Porquê?
Quando espreito por um telescópio e observo uma galáxia distante, nunca vejo imagens semelhantes às maravilhosas fotografias coloridas obtidas com o Telescópio Espacial Hubble e outros grandes telescópios na superfície da Terra. Salvo raríssimas excepções, nunca vejo cores, e os detalhes finos que vejo nas fotos transformam-se num objecto débil e difuso na ocular. Mas então, porque gosto eu de observar o céu nocturno com um telescópio? Porque gosto eu daqueles objectos débeis e difusos? Porque não me contento em ficar no conforto do meu lar a folhear os livros de fotografias, em vez de passar noites inteiras ao relento?
Porque sempre que espreito pela ocular e vejo uma destas galáxias longínquas lembro-me que, para poder vê-las, um fotão gerado numa reacção nuclear numa das suas milhares de milhões de estrelas viajou durante milhares de anos no interior da estrela, desde o seu núcleo até à sua fotosfera. Enfraquecido, menos energético, depois de tal viagem épica, o fotão teve ainda a energia suficiente para encetar uma nova viagem de milhões de anos através do espaço intergaláctico, talvez o mais perfeito e frio dos vácuos, até atingir a Via Láctea e depois atravessá-la até atingir a Terra, num dos braços espirais da galáxia, na sua periferia.
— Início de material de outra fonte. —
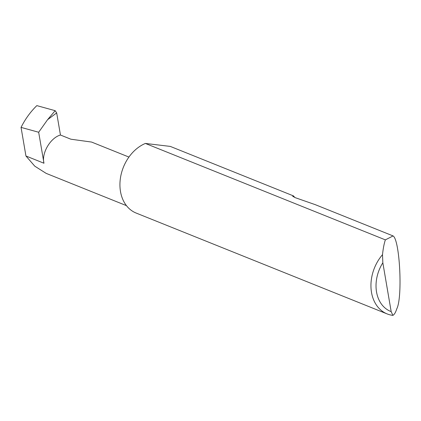 <?xml version="1.0" encoding="UTF-8"?>
<svg xmlns="http://www.w3.org/2000/svg" width="421" height="421" viewBox="0 0 421 421"><rect width="100%" height="100%" fill="white"/><g stroke="black" fill="none" stroke-linecap="round" stroke-linejoin="round"><path stroke-width="0.63" d="M385.357 239.87L393.077 235.928C399.824 239.77 402.765 297.521 396.787 308.798C395.635 312.424 394.335 314.619 392.882 315.382A37.822 28.933 -68.1 0 1 387.162 313.924A37.822 28.933 -68.1 0 1 382.505 254.668C383.105 248.937 383.978 244.243 385.126 240.58L385.357 239.87L145.377 143.44A37.822 28.933 -68.1 0 0 144.424 143.856A37.822 28.933 -68.1 0 0 120.248 179.446A37.822 28.933 -68.1 0 0 136.151 213.058L387.162 313.924M393.077 235.928L315.213 204.643L295.405 197.728L292.663 196.275L293.453 195.897L170.294 146.408L145.377 143.44M293.453 195.897L294.905 197.549M60.45 135.02C50.388 137.793 41.321 153.312 43.973 163.237L25.939 155.991L21.05 127.389L38.674 132.257L47.557 119.717L55.156 110.676L56.672 112.912L60.45 135.02L70.87 139.204L91.599 142.066L128.931 157.065M25.939 155.991L34.775 166.174L46.168 173.378L126.447 205.637M21.05 127.389C25.239 119.054 30.501 111.791 36.832 105.618L55.156 110.676M382.505 254.668L382.836 262.783L391.183 311.619L392.882 315.382M382.836 262.783A34.19 26.155 111.9 0 0 391.183 311.619M38.674 132.257L43.973 163.237M56.672 112.912L47.557 119.717"/></g></svg>
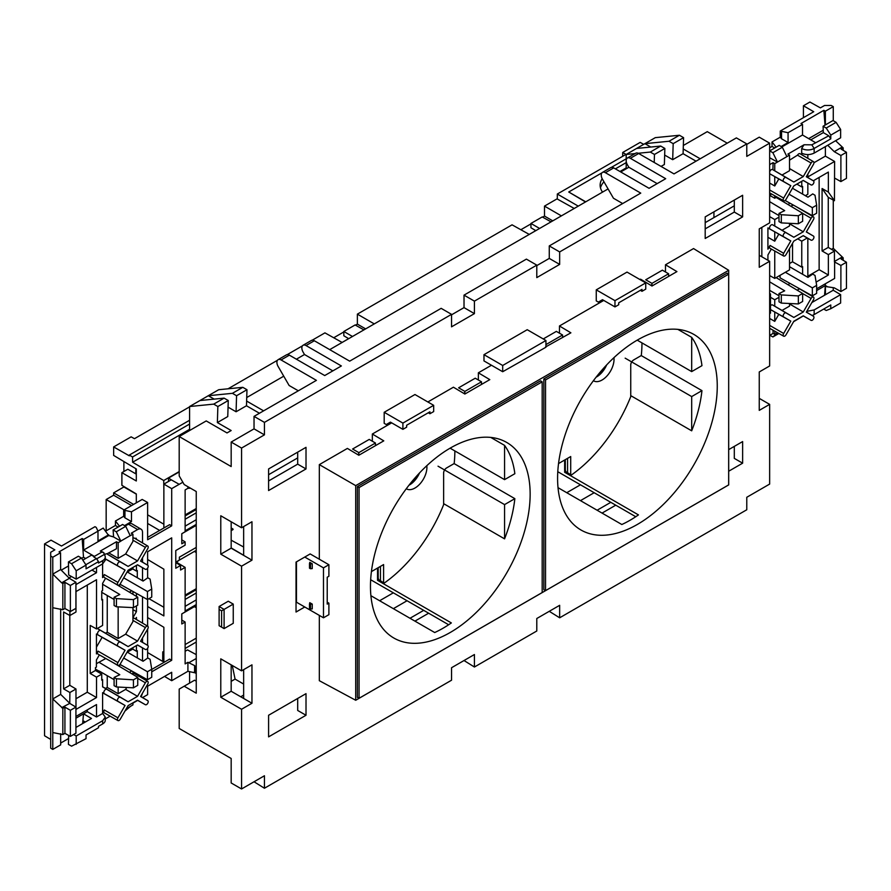 <?xml version="1.0" encoding="UTF-8"?>
<svg xmlns="http://www.w3.org/2000/svg" width="891" height="891" viewBox="0 0 891 891"><rect width="100%" height="100%" fill="white"/><g stroke="black" fill="none" stroke-linecap="round" stroke-linejoin="round"><path stroke-width="1.34" d="M363.929 329.882L355.119 324.959L343.826 331.485L343.826 335.762L348.693 338.68M365.51 328.935L363.907 329.859M551.05 221.848L542.229 216.936L530.936 223.452L530.936 227.74L535.814 230.646M552.632 220.901L551.017 221.826M574.238 208.461L557.031 198.871L544.49 206.111L544.49 216.079L552.765 220.857M342.144 342.456L324.937 332.866L312.24 340.195M302.417 345.864L287.292 354.596M277.469 360.276L228.074 388.788M529.265 234.422L512.058 224.833L357.369 314.144L357.369 324.112L355.509 325.182M343.826 331.931L333.724 337.767M520.845 229.733L530.936 223.908M542.63 217.159L544.49 216.079M561.397 215.878L544.49 206.111M539.612 228.452L530.936 223.452M374.276 323.901L357.369 314.144M352.491 336.486L343.826 331.485M529.232 234.411L535.781 230.624M342.111 342.445L348.659 338.658M357.369 324.112L365.644 328.89M514.853 473.7A112.901 65.188 120 0 0 504.562 445.377L504.562 479.636L514.853 473.7M490.774 437.425L504.562 445.377M530.145 494.16A112.901 65.188 120 0 0 506.756 442.471A112.901 65.188 120 0 0 419.75 472.72A112.901 65.188 120 0 0 370.467 586.345A112.901 65.188 120 0 0 393.855 638.034A112.901 65.188 120 0 0 480.862 607.785A112.901 65.188 120 0 0 530.145 494.16M701.963 365.666A112.901 65.188 120 0 0 691.683 337.355L691.683 371.603L701.963 365.666M677.895 329.392L691.683 337.355M717.255 386.126A112.901 65.188 120 0 0 693.877 334.437A112.901 65.188 120 0 0 606.871 364.686A112.901 65.188 120 0 0 557.588 478.311A112.901 65.188 120 0 0 580.965 530A112.901 65.188 120 0 0 667.972 499.751A112.901 65.188 120 0 0 717.255 386.126M355.709 700.259L728.693 484.916L728.66 274.183L545.537 379.911L545.537 590.633L728.66 484.904L728.693 270.296L355.709 485.628L355.709 700.259L319.323 680.691L319.323 615.391M639.916 279.529L640.54 279.173L651.978 286.011L676.926 271.599L665.488 264.772L693.554 248.567L728.693 270.296M545.537 346.989L570.886 332.822L559.459 325.983L603.742 300.423L599.999 302.584L599.999 301.136M427.847 401.975L453.419 387.206L464.857 394.034L489.805 379.633L478.367 372.806L491.464 365.243M319.323 559.214L319.323 464.623L347.39 448.418L358.828 455.256L383.776 440.856L372.338 434.017L391.672 422.857L387.93 425.018L387.93 423.57M319.323 464.623L355.709 485.628M359.062 487.566L359.062 698.288L542.185 592.56L542.185 381.838L359.062 487.566L357.369 486.597L357.369 697.375L359.062 698.288M545.537 590.633L543.844 589.719L543.844 378.931L545.537 379.911M542.185 381.838L540.559 380.836L357.369 486.597M370.901 595.7L434.708 632.532A112.901 65.188 120 0 0 451.347 622.932L377.539 580.319L377.539 568.068M448.652 624.758L370.667 579.74M504.562 538.855A112.901 65.188 120 0 0 514.853 498.659L504.562 504.596L504.562 538.855L443.629 503.66M297.694 452.149L297.694 464.144L306.014 468.944L268.592 490.551L268.592 468.944L306.014 447.338L306.014 468.944M428.638 613.208L414.939 621.116M372.338 434.017L372.338 441.223M478.367 372.806L478.367 380M615.759 505.175L602.049 513.093M559.459 325.983L559.459 333.189M665.488 264.772L665.488 271.967M691.683 430.821A112.901 65.188 120 0 0 701.963 390.637L691.683 396.573L691.683 430.821L630.739 395.637M728.66 274.183L727.034 273.169L543.844 378.931M635.762 516.735L557.777 471.707M558.022 487.667L621.829 524.509A112.901 65.188 120 0 0 638.457 514.898L564.649 472.286L564.649 460.034M565.473 471.707A112.901 65.188 -60 0 1 564.649 472.286M641.23 355.565L701.963 390.637M637.21 340.15L691.683 371.603M625.159 358.16L691.683 396.573M651.978 286.011L651.978 283.371L645.741 279.774L662.369 270.173L668.606 273.771L668.606 276.399M651.978 283.371L668.606 273.771M545.938 347.223L502.691 371.725L483.98 360.922L483.98 354.674L527.227 329.703L545.938 340.507L502.691 365.477L483.98 354.674M562.577 337.622L562.577 334.994L556.34 331.385L543.243 338.948M545.938 344.594L562.577 334.994M464.857 394.034L464.857 391.405L458.62 387.808L475.248 378.207L481.485 381.805L481.485 384.433M464.857 391.405L481.485 381.805M358.828 455.256L358.828 452.628L352.591 449.019L369.219 439.419L375.456 443.016L375.456 445.656M358.828 452.628L375.456 443.016M378.363 579.74A112.901 65.188 -60 0 1 377.539 580.319M454.12 463.598L514.853 498.659M450.1 448.184L504.562 479.636M438.038 466.193L504.562 504.596M593.406 380.713A16.907 9.756 120 0 0 593.618 380.847A16.907 9.756 120 0 0 606.648 376.314A16.907 9.756 120 0 0 614.033 359.296A16.907 9.756 120 0 0 613.944 357.659M558.534 463.565L570.708 456.537L570.708 474.847L571.276 475.103A112.277 64.82 120 0 0 630.739 396.651L630.739 365.02A4.154 2.395 -60 0 1 633.679 359.931L641.286 355.531A112.277 64.82 120 0 0 641.966 343.169A112.277 64.82 120 0 0 641.966 342.901M565.295 469.891L565.696 471.562L571.276 475.103M567.567 472.687L567.567 458.353M406.296 488.747A16.907 9.756 120 0 0 406.508 488.869A16.907 9.756 120 0 0 419.538 484.348A16.907 9.756 120 0 0 426.912 467.33A16.907 9.756 120 0 0 426.822 465.692M371.424 571.599L383.598 564.571L383.598 582.881L384.166 583.137A112.277 64.82 120 0 0 443.629 504.685L443.629 473.043A4.154 2.395 -60 0 1 446.558 467.953L454.165 463.565A112.277 64.82 120 0 0 454.856 451.202A112.277 64.82 120 0 0 454.856 450.924M378.185 577.914L378.586 579.596L384.166 583.137M380.446 580.709L380.446 566.386M783.178 335.105A2.35 1.359 120 0 0 783.668 336.185A2.35 1.359 120 0 0 786.007 334.827L793.836 321.261L803.27 315.815L811.1 320.337A2.35 1.359 120 0 0 811.111 320.348A2.35 1.359 120 0 0 813.461 318.978A2.35 1.359 120 0 0 813.461 316.272L806.31 312.14L813.461 299.777A2.35 1.359 120 0 0 813.461 297.059A2.35 1.359 120 0 0 811.1 298.418L803.27 311.984L793.836 317.43L786.007 312.908A2.35 1.359 120 0 0 784.203 313.532A2.35 1.359 120 0 0 783.178 315.904A2.35 1.359 120 0 0 783.657 316.984L790.796 321.105L783.657 333.468A2.35 1.359 120 0 0 783.178 335.105M783.668 336.185L770.069 328.534A2.517 1.459 -60 0 1 769.646 328.022M783.178 199.707A2.35 1.359 120 0 0 783.668 200.787A2.35 1.359 120 0 0 786.007 199.428L793.836 185.863L803.27 180.416L811.1 184.938A2.35 1.359 120 0 0 811.111 184.938A2.35 1.359 120 0 0 813.461 183.579A2.35 1.359 120 0 0 813.461 180.873A2.35 1.359 120 0 0 813.461 180.862L806.31 176.741L813.461 164.378A2.35 1.359 120 0 0 813.461 161.661A2.35 1.359 120 0 0 811.1 163.02L803.27 176.574L793.836 182.02L786.007 177.509A2.35 1.359 120 0 0 784.203 178.133A2.35 1.359 120 0 0 783.178 180.505A2.35 1.359 120 0 0 783.657 181.575L790.796 185.696L783.657 198.069A2.35 1.359 120 0 0 783.178 199.707M783.668 200.787L770.069 193.135A2.517 1.459 -60 0 1 769.646 192.623M783.178 254.926A2.35 1.359 120 0 0 783.668 256.007A2.35 1.359 120 0 0 786.007 254.648L793.836 241.082L803.27 235.636L811.1 240.158A2.35 1.359 120 0 0 811.111 240.158A2.35 1.359 120 0 0 813.461 238.799A2.35 1.359 120 0 0 813.461 236.082L806.31 231.961L813.461 219.587A2.35 1.359 120 0 0 813.461 216.881A2.35 1.359 120 0 0 811.1 218.239L803.27 231.794L793.836 237.24L786.007 232.718A2.35 1.359 120 0 0 784.203 233.353A2.35 1.359 120 0 0 783.178 235.714A2.35 1.359 120 0 0 783.657 236.794L790.796 240.915L783.657 253.289A2.35 1.359 120 0 0 783.178 254.926M783.668 256.007L770.069 248.344A2.517 1.459 -60 0 1 769.546 247.186A2.517 1.459 -60 0 1 770.058 245.437L767.919 249.157L767.919 227.896L770.058 229.132A2.517 1.459 -60 0 1 769.546 227.985A2.517 1.459 -60 0 1 770.637 225.445A2.517 1.459 -60 0 1 772.586 224.777L782.031 230.257L789.526 225.935L789.526 223.318M622.698 156.293L622.698 152.484L625.994 154.388L557.309 194.038L557.309 199.027M578.259 206.133L557.309 194.038M601.971 172.809L568.736 191.999L585.51 201.956M568.736 191.999L585.743 201.823M831.503 249.346L833.274 248.322L843.176 257.833L841.093 259.036L846.45 262.244L846.45 288.339L840.892 291.546L834.232 287.826L825.389 286.49L825.445 294.721M824.554 295.233L825.333 285.565M793.48 205.153A2.595 1.504 120 0 0 791.364 206.534L792.478 204.596M788.457 204.796L789.526 202.948M789.526 223.775L803.27 231.794M802.613 274.283L802.613 266.632L801.755 267.122L792.533 261.798L792.533 243.354M788.457 284.986L789.526 283.126M780.048 275.341L780.048 277.847L812.347 295.857L812.347 287.86L785.361 272.278M792.533 261.798L789.526 263.536M801.755 267.122L801.755 241.171L807.257 237.986M797.723 238.844L801.755 241.171M813.461 236.082L806.355 231.883L813.461 236.082M771.328 249.057L767.919 254.971L767.919 260.283M769.646 171.996A2.517 1.459 -60 0 1 772.586 169.557L782.031 175.037L789.526 170.716L789.526 155.101L787.878 154.11L804.061 144.765L811.812 144.832L828.797 135.788L830.78 138.851L814.151 148.452A8.821 5.09 180 0 1 801.677 148.452L804.061 144.765M802.613 194.093L802.613 186.442L801.755 186.943L796.866 184.114M801.755 186.943L801.755 181.296M769.646 191.197A2.517 1.459 -60 0 1 770.058 190.217L769.646 190.93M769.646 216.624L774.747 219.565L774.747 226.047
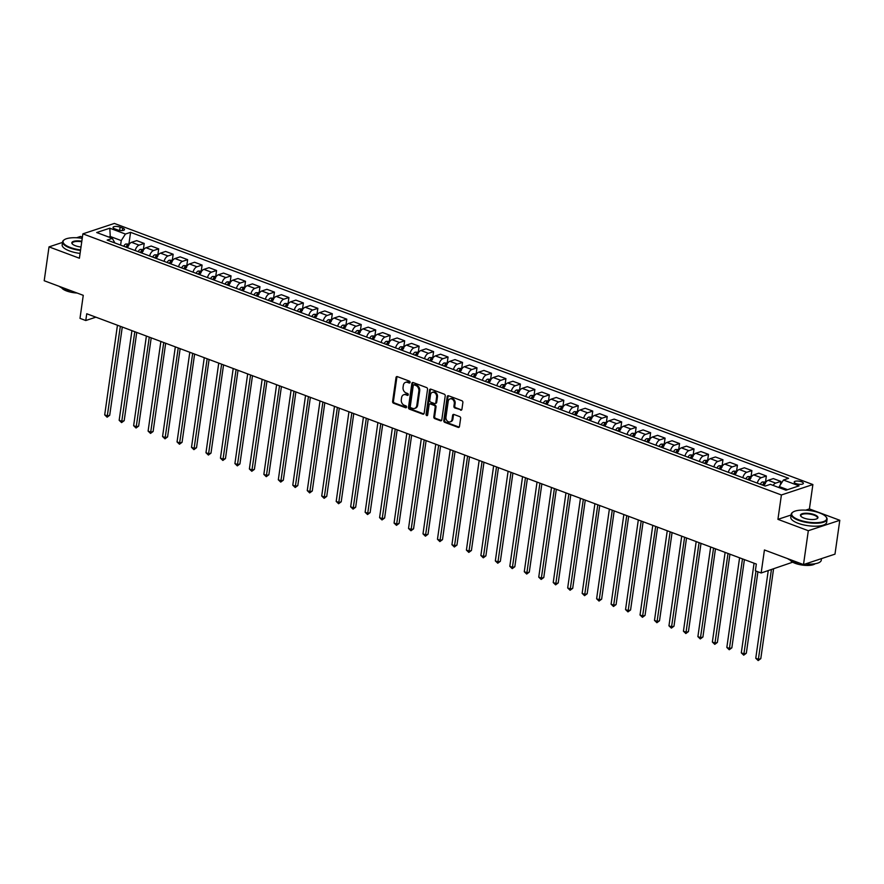 <?xml version="1.0" encoding="UTF-8"?>
<svg xmlns="http://www.w3.org/2000/svg" width="884" height="884" viewBox="0 0 884 884"><rect width="100%" height="100%" fill="white"/><g stroke="black" fill="none" stroke-linecap="round" stroke-linejoin="round"><path stroke-width="1.33" d="M410.077 382.374A0.995 0.785 -108.3 0 0 409.414 381.148L397.347 376.628A1.425 1.116 -108.3 0 0 396.021 377.534L392.606 401.469A1.425 1.116 -108.3 0 0 393.557 403.226L405.634 407.734A0.995 0.785 -108.3 0 0 405.9 405.867L404.331 405.292A4.553 3.58 -108.3 0 1 401.303 399.678L401.59 397.678A4.553 3.58 -108.3 0 1 403.789 394.717A4.553 3.58 -108.3 0 1 405.822 394.783L407.391 395.369A0.995 0.785 -108.3 0 0 407.657 393.513L406.087 392.927A4.553 3.58 -108.3 0 1 403.06 387.314L403.347 385.313A4.553 3.58 -108.3 0 1 405.546 382.352A4.553 3.58 -108.3 0 1 407.59 382.418L409.148 383.004A0.995 0.785 -108.3 0 0 410.077 382.374M801.501 481.791A4.641 1.536 8.1 0 0 796.793 481.051A4.641 1.536 8.1 0 0 794.186 482.034A4.641 1.536 8.1 0 0 796.053 483.592A4.641 1.536 8.1 0 0 800.749 484.344A4.641 1.536 8.1 0 0 803.368 483.349A4.641 1.536 8.1 0 0 801.501 481.791M460.597 410.154A1.425 1.116 -108.3 0 0 461.923 409.248L462.873 402.529A1.425 1.116 -108.3 0 0 461.934 400.772L448.519 395.767A1.425 1.116 -108.3 0 0 447.205 396.673L443.79 420.596A1.425 1.116 -108.3 0 0 444.74 422.353L458.144 427.37A1.425 1.116 -108.3 0 0 459.47 426.464L460.63 418.353A1.425 1.116 -108.3 0 0 459.68 416.596L453.945 414.452A1.425 1.116 -108.3 0 0 452.619 415.358L452.044 419.381A3.801 2.995 -108.3 0 1 450.199 421.856A3.801 2.995 -108.3 0 1 447.094 420.806A3.801 2.995 -108.3 0 1 445.967 417.104L448.21 401.347A3.801 2.995 -108.3 0 1 450.055 398.872A3.801 2.995 -108.3 0 1 453.161 399.922A3.801 2.995 -108.3 0 1 454.288 403.623L453.912 406.253A1.425 1.116 -108.3 0 0 454.862 407.999L461.448 409.867A1.425 1.116 -108.3 0 0 461.625 409.911M62.51 242.404L49.018 246.879L44.2 280.736L83.262 295.333L79.991 318.362L85.77 320.527L86.742 313.754L756.328 564.058L755.367 570.832L761.157 572.987L792.694 562.191M791.103 514.996L777.931 519.35L808.319 530.709L803.501 564.567L764.428 549.97L761.157 572.987M777.931 519.35L781.401 494.974L82.875 233.851L114.356 223.431L812.882 484.554L781.401 494.974M49.018 246.879L79.405 258.227L82.875 233.851M427.547 389.325A1.425 1.116 -108.3 0 0 426.596 387.568L413.193 382.551A1.425 1.116 -108.3 0 0 411.867 383.457L408.463 407.391A1.425 1.116 -108.3 0 0 409.402 409.148L422.817 414.154A1.425 1.116 -108.3 0 0 424.143 413.248L427.547 389.325M430.862 389.159L444.265 394.176A1.425 1.116 -108.3 0 1 445.216 395.921L441.801 419.856A1.425 1.116 -108.3 0 1 440.475 420.762L434.74 418.618A1.425 1.116 -108.3 0 1 433.801 416.861L435.182 407.159A1.425 1.116 -108.3 0 0 434.232 405.402L430.42 403.977A1.425 1.116 -108.3 0 0 429.094 404.883L427.657 414.994A0.995 0.785 -108.3 0 1 426.066 414.397L429.536 390.065A1.425 1.116 -108.3 0 1 430.862 389.159M808.319 530.709L839.8 520.289L834.982 554.146L803.501 564.567M82.4 237.155L80.499 236.448L76.543 237.763M114.854 228.89L117.406 229.84A4.497 1.481 8.1 0 0 121.959 230.569A4.497 1.481 8.1 0 0 124.489 229.608A4.497 1.481 8.1 0 0 122.677 228.094L120.136 227.144A4.497 1.481 8.1 0 0 115.572 226.426A4.497 1.481 8.1 0 0 113.041 227.387A4.497 1.481 8.1 0 0 114.854 228.89M114.909 242.978L112.323 238.382L107.174 240.083L765.19 486.067L770.34 484.355L785.964 490.2L799.07 485.857L783.445 480.023L788.583 478.31L130.567 232.337L125.418 234.039L121.252 240.592L120.6 245.111M112.323 238.382L96.688 232.536L109.793 228.205L125.418 234.039M839.8 520.289L809.413 508.93L812.882 484.554M85.77 320.527L95.892 317.179M110.102 237.553L110.257 236.481L108.644 237.011M121.252 240.592L110.257 236.481L109.793 228.205M787.567 489.67L779.268 486.565L779.113 487.637M128.92 243.951L130.567 232.337M143.385 249.354L144.225 243.431L136.711 240.625L131.561 242.327A5.801 3.028 110.5 0 0 127.616 247.73M157.86 254.769L158.7 248.846L151.175 246.028L146.026 247.741A5.801 3.028 110.5 0 0 142.081 253.133M172.325 260.172L173.165 254.249L165.639 251.443L160.49 253.144A5.801 3.028 110.5 0 0 156.556 258.548M186.789 265.587L187.629 259.664L180.115 256.846L174.966 258.548A5.801 3.028 110.5 0 0 171.021 263.951M201.265 270.99L202.105 265.067L194.579 262.261L189.43 263.962A5.801 3.028 110.5 0 0 185.485 269.366M215.729 276.405L216.569 270.482L209.044 267.664L203.895 269.366A5.801 3.028 110.5 0 0 199.961 274.769M230.194 281.808L231.044 275.885L223.519 273.079L218.37 274.78A5.801 3.028 110.5 0 0 214.425 280.184M244.669 287.212L245.509 281.3L237.984 278.482L232.835 280.184A5.801 3.028 110.5 0 0 228.89 285.587M259.134 292.626L259.973 286.703L252.448 283.886L247.299 285.598A5.801 3.028 110.5 0 0 243.365 291.002M273.598 298.03L274.449 292.107L266.924 289.3L261.774 291.002A5.801 3.028 110.5 0 0 257.83 296.405M288.073 303.444L288.913 297.521L281.388 294.703L276.239 296.416A5.801 3.028 110.5 0 0 272.294 301.809M302.538 308.847L303.378 302.925L295.853 300.118L290.714 301.82A5.801 3.028 110.5 0 0 286.77 307.223M317.002 314.262L317.853 308.339L310.328 305.521L305.179 307.234A5.801 3.028 110.5 0 0 301.234 312.627M331.478 319.665L332.318 313.743L324.793 310.936L319.643 312.638A5.801 3.028 110.5 0 0 315.698 318.041M345.942 325.08L346.782 319.157L339.257 316.339L334.119 318.041A5.801 3.028 110.5 0 0 330.174 323.445M360.407 330.483L361.258 324.561L353.733 321.754L348.583 323.456A5.801 3.028 110.5 0 0 344.638 328.859M374.882 335.898L375.722 329.975L368.197 327.157L363.048 328.859A5.801 3.028 110.5 0 0 359.103 334.262M389.347 341.301L390.187 335.379L382.661 332.572L377.523 334.274A5.801 3.028 110.5 0 0 373.578 339.677M403.811 346.705L404.662 340.793L397.137 337.975L391.988 339.677A5.801 3.028 110.5 0 0 388.043 345.08M418.287 352.119L419.127 346.197L411.601 343.379L406.452 345.091A5.801 3.028 110.5 0 0 402.518 350.495M432.751 357.523L433.591 351.6L426.077 348.793L420.928 350.495A5.801 3.028 110.5 0 0 416.983 355.898M447.216 362.937L448.066 357.014L440.541 354.197L435.392 355.909A5.801 3.028 110.5 0 0 431.447 361.302M461.691 368.341L462.531 362.418L455.006 359.611L449.857 361.313A5.801 3.028 110.5 0 0 445.923 366.716M476.156 373.755L476.995 367.832L469.481 365.015L464.332 366.727A5.801 3.028 110.5 0 0 460.387 372.12M490.631 379.159L491.471 373.236L483.946 370.429L478.796 372.131A5.801 3.028 110.5 0 0 474.852 377.534M505.096 384.573L505.935 378.65L498.41 375.833L493.261 377.534A5.801 3.028 110.5 0 0 489.327 382.938M519.56 389.977L520.4 384.054L512.886 381.247L507.736 382.949A5.801 3.028 110.5 0 0 503.792 388.352M534.035 395.391L534.875 389.468L527.35 386.651L522.201 388.352A5.801 3.028 110.5 0 0 518.256 393.756M548.5 400.795L549.34 394.872L541.815 392.065L536.665 393.767A5.801 3.028 110.5 0 0 532.732 399.17M562.964 406.198L563.815 400.286L556.29 397.469L551.141 399.17A5.801 3.028 110.5 0 0 547.196 404.574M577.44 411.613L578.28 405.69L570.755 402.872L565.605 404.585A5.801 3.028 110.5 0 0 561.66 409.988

Aqui chegado, num último esforço, atravessou a atmosfera turbulenta do planeta, um verniz que o envolve com apenas uma dúzia de quilómetros, entrou no telescópio, atravessou a ocular e excitou uma das células sensíveis à luz na minha retina. Por fim, o meu cérebro recebeu um minúsculo impulso eléctrico que traduziu num sentimento, um sentimento a que chamamos “deslumbramento”.